Outside Sen. Ben Sasse’s moderated forum to fulfill with students, lots of have gathered protesting Sasse as the only real finalist in UF’s presidential search, citing his previous public statements on same-sex marriage and the search sealed from the general public amongst reasons. pic.twitter.com/Uay2bQIbEf

— Divya Kumar (@divyadivyadivya) October 10, 2022

Protesters eventually entered the room the meeting was being held in, leading to the forum ending quarter-hour ahead of schedule, in accordance with the Independent Florida Alligator, the university’s student newspaper.

Protesters have now entered Emerson Hall where Sasse is addressing students. Cheers of “Hey, hey, ho, ho, Ben Sasse has got to go,” are capable of be heard throughout the President’s Ballroom. pic.twitter.com/KMybwHpFTd

— Alan Halaly (@AlanHalaly) October 10, 2022

Protesters have even fully filled the President’s Ballroom and have taken to the rostrum where Sasse was moments ago.

“Get the f*ck out of our swamp!” protestors are cheering. pic.twitter.com/glixuAfPKL

— Alan Halaly (@AlanHalaly) October 10, 2022

In the course of the session, Sasse addressed the demonstrations.

“Obviously, I wish they didn’t have the position they’ve, but I strongly support the precise people to protest and exercise their free speech rights,” Sasse said, in accordance with The Hill. “I won’t say I precisely welcome the protesters, but I type of intellectually and constitutionally welcome the protesters.”

The demonstrations were sparked partly by Sasse’s conservative opinions on issues, including same-sex marriage.

The Nebraska senator called the Supreme Court’s decision in Obergefell v. Hodges, which legalized same-sex unions, “a disappointment to Nebraskans who understand that marriage brings a wife and husband together so their children can have a mom and pa,” in a statement dated June 26, 2015.

The statement continued: “As a society, we want to have a good time marriage as the most effective approach to provide stability and opportunity for youths.”

Asked on Monday whether he would stand behind the university’s LGBTQ community, Sasse replied: “Your query is: Do I support and affirm everybody on this community? Absolutely.”

Sasse also said the Supreme Court’s same-sex marriage decision “is the law of the land and nothing about Obergefell is changing in the US.”

In the course of the summer, Sasse celebrated the high court’s Dobbs v. Jackson Women’s Health Organization decision, which overturned Roe v. Wade.

“The professional-life movement’s work has just begun,” he said in a statement. “This issue will now be debated within the 50 states, and a 330,000,000-person, continental nation will work through this debate in a way that’s healthier than Roe’s one-size-fits-all, Washington-centrism.”

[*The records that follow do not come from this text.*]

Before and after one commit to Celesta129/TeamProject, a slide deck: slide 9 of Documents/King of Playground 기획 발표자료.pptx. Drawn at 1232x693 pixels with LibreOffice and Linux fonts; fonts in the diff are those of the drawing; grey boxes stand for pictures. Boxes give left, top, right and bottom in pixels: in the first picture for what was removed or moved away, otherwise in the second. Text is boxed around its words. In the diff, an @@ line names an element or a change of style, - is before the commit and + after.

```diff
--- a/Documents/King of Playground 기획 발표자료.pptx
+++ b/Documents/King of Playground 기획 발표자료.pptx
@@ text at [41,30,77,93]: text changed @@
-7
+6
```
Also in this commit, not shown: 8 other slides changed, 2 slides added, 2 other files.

Asked about his abortion stance, Sasse reportedly said the presidential role doesn’t involve any decisions across the medical procedure, in accordance with The Hill.

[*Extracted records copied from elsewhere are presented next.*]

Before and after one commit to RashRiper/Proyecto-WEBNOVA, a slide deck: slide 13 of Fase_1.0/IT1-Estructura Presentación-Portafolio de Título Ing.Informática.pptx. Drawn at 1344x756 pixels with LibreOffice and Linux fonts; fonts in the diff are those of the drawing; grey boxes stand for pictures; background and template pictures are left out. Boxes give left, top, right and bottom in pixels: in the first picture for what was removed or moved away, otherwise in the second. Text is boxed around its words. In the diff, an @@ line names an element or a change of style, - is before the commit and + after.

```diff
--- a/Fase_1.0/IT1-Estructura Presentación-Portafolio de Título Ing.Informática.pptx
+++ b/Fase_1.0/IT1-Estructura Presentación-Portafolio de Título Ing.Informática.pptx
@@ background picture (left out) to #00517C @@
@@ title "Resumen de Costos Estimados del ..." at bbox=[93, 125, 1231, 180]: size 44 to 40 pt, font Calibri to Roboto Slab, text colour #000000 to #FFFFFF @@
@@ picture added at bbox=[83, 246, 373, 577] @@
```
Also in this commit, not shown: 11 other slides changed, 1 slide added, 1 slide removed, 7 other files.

Sasse also addressed how he would maintain his commitment to the possible presidential post and avoid being drawn into politics.

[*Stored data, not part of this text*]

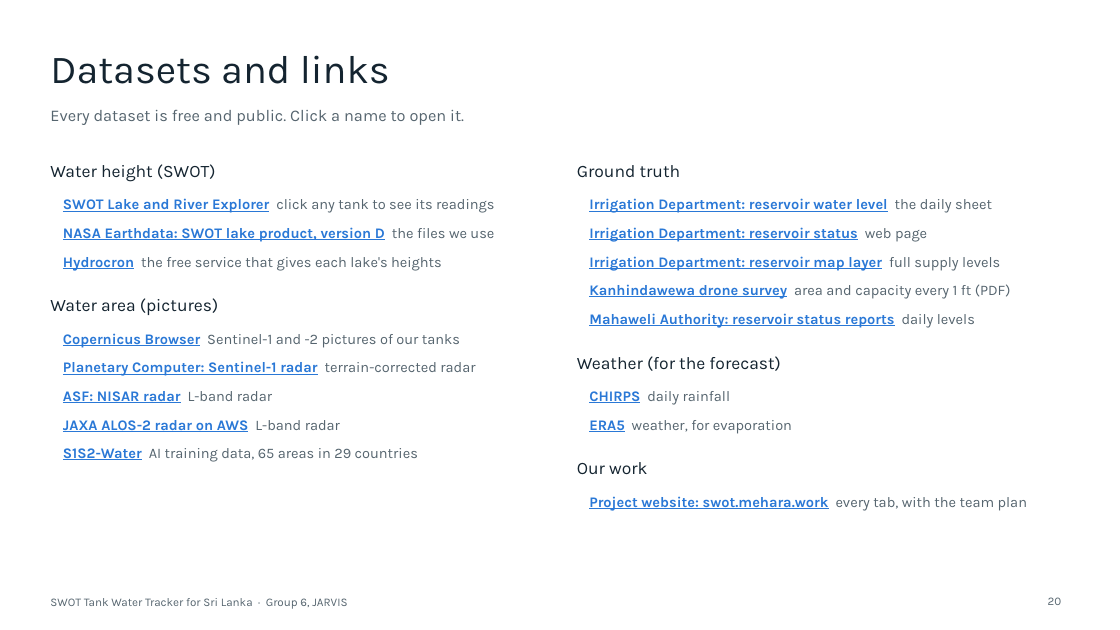
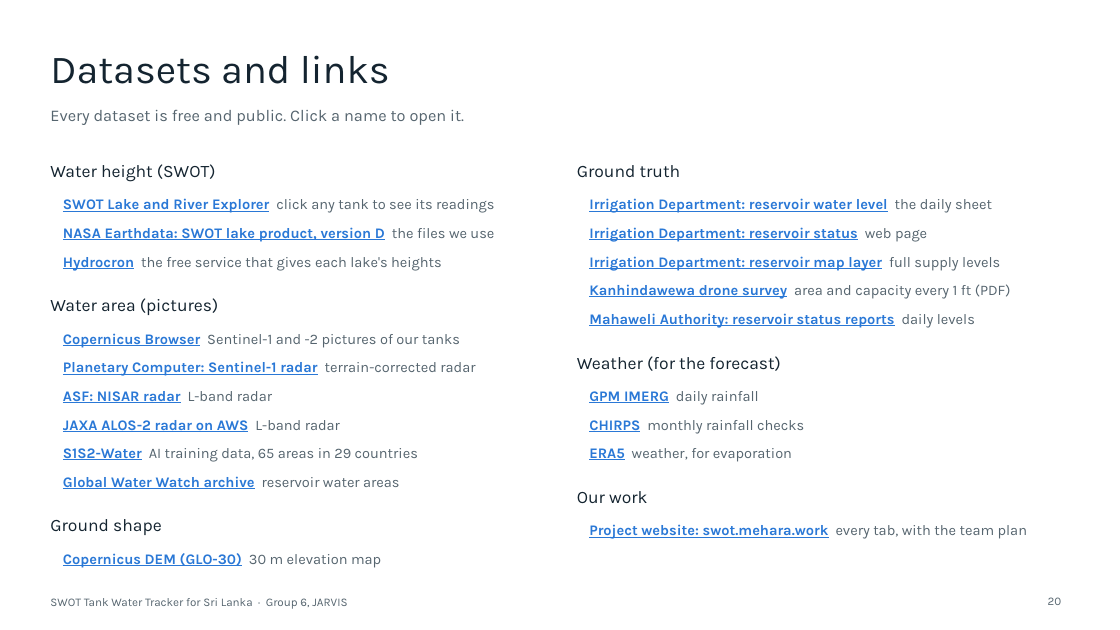
Before and after one commit to jarvis-uom/swot-tank-tracker-site, a slide deck: slide 20 of site/assets/docs/swot-tank-tracker-proposal-talk.pptx. Drawn at 1120x630 pixels with LibreOffice and Linux fonts; fonts in the diff are those of the drawing. Boxes give left, top, right and bottom in pixels: in the first picture for what was removed or moved away, otherwise in the second. Text is boxed around its words. In the diff, an @@ line names an element or a change of style, - is before the commit and + after.

```diff
--- a/site/assets/docs/swot-tank-tracker-proposal-talk.pptx
+++ b/site/assets/docs/swot-tank-tracker-proposal-talk.pptx
@@ text at [589,391,759,405]: text changed @@
-CHIRPS daily rainfall
+GPM IMERG daily rainfall
@@ text added at [589,420,804,434], 12.5 pt, text #56656F @@
+CHIRPS monthly rainfall checks
@@ text added at [63,476,399,489], 12.5 pt, text #2A78D6, bold, underline @@
+Global Water Watch archive reservoir water areas
@@ text added at [50,519,162,535], 15 pt, text #142430 @@
+Ground shape
@@ 3 texts: place and size @@
-3 texts at [577,420,1027,511]
+3 texts at [577,448,1027,539]
@@ text added at [63,553,381,568], 12.5 pt, text #2A78D6, bold, underline @@
+Copernicus DEM (GLO-30) 30 m elevation map
```
Also in this commit, not shown: 3 other slides changed, 43 other files.

“One among the things that’s appealing about this, frankly, is the chance to step back from politics,” Sasse said, in accordance with the Independent Florida Alligator.

Sasse on Thursday emerged because the only finalist within the search to succeed current president W. Kent Fuchs, who announced his resignation in January.

“I’m delighted to be in conversation with the leadership of this special community about how we’d together construct a vision for UF to be the nation’s most-dynamic, daring, future-oriented university,” Sasse wrote on Twitter.

The university’s Board of Trustees will interview Sasse on Nov. 1. If the board approves his nomination, he may even need to be confirmed by the Florida Board of Governors.

If Sasse becomes university president, he could have to resign from the Senate and Nebraska’s governor will appoint a substitute.